(Collected data entries)

+ + + +

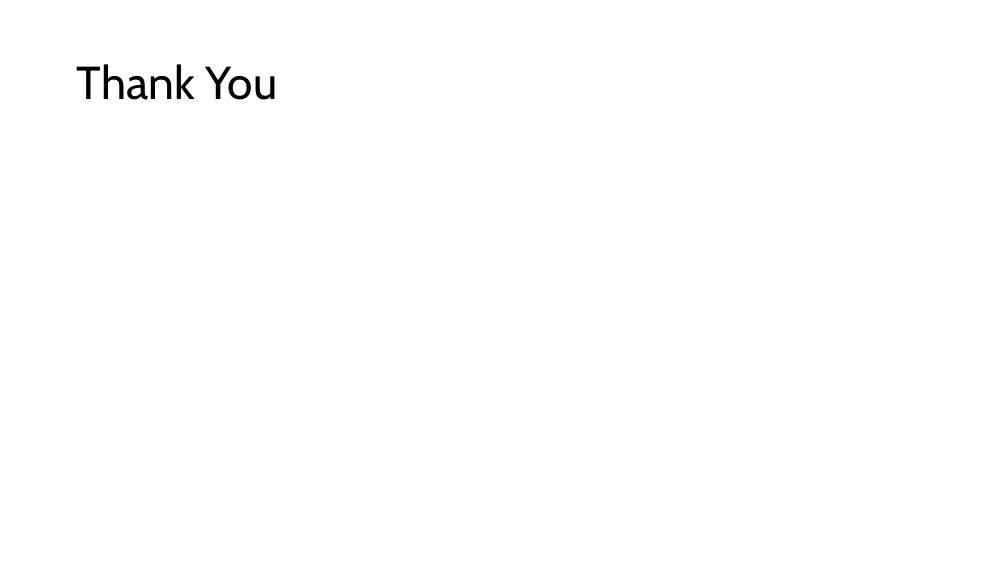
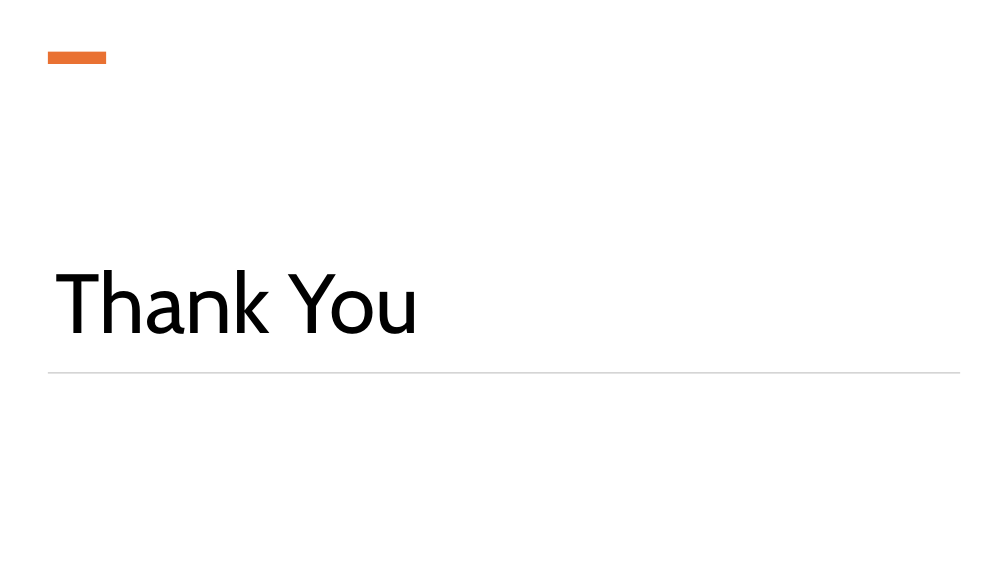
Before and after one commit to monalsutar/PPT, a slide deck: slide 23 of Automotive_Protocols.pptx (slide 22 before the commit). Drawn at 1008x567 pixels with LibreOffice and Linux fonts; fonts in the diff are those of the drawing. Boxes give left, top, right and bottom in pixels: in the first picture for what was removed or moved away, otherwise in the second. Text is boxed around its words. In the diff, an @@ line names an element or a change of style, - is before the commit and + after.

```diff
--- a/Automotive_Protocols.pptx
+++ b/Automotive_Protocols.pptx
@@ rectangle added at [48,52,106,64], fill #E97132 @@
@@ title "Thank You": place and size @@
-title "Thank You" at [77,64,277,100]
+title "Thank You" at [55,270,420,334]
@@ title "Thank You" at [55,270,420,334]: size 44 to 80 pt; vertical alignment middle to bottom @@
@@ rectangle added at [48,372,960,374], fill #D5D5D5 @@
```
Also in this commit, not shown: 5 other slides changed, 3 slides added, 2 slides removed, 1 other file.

+ + + +

# DIRECTIONS FOR THIS TASK:
Return each entry exactly as it stands above, apart from any images.

# ANSWER SPACE:
Before and after one commit to monalsutar/PPT, a slide deck: slide 23 of Automotive_Protocols.pptx (slide 22 before the commit). Drawn at 1008x567 pixels with LibreOffice and Linux fonts; fonts in the diff are those of the drawing. Boxes give left, top, right and bottom in pixels: in the first picture for what was removed or moved away, otherwise in the second. Text is boxed around its words. In the diff, an @@ line names an element or a change of style, - is before the commit and + after.

```diff
--- a/Automotive_Protocols.pptx
+++ b/Automotive_Protocols.pptx
@@ rectangle added at [48,52,106,64], fill #E97132 @@
@@ title "Thank You": place and size @@
-title "Thank You" at [77,64,277,100]
+title "Thank You" at [55,270,420,334]
@@ title "Thank You" at [55,270,420,334]: size 44 to 80 pt; vertical alignment middle to bottom @@
@@ rectangle added at [48,372,960,374], fill #D5D5D5 @@
```
Also in this commit, not shown: 5 other slides changed, 3 slides added, 2 slides removed, 1 other file.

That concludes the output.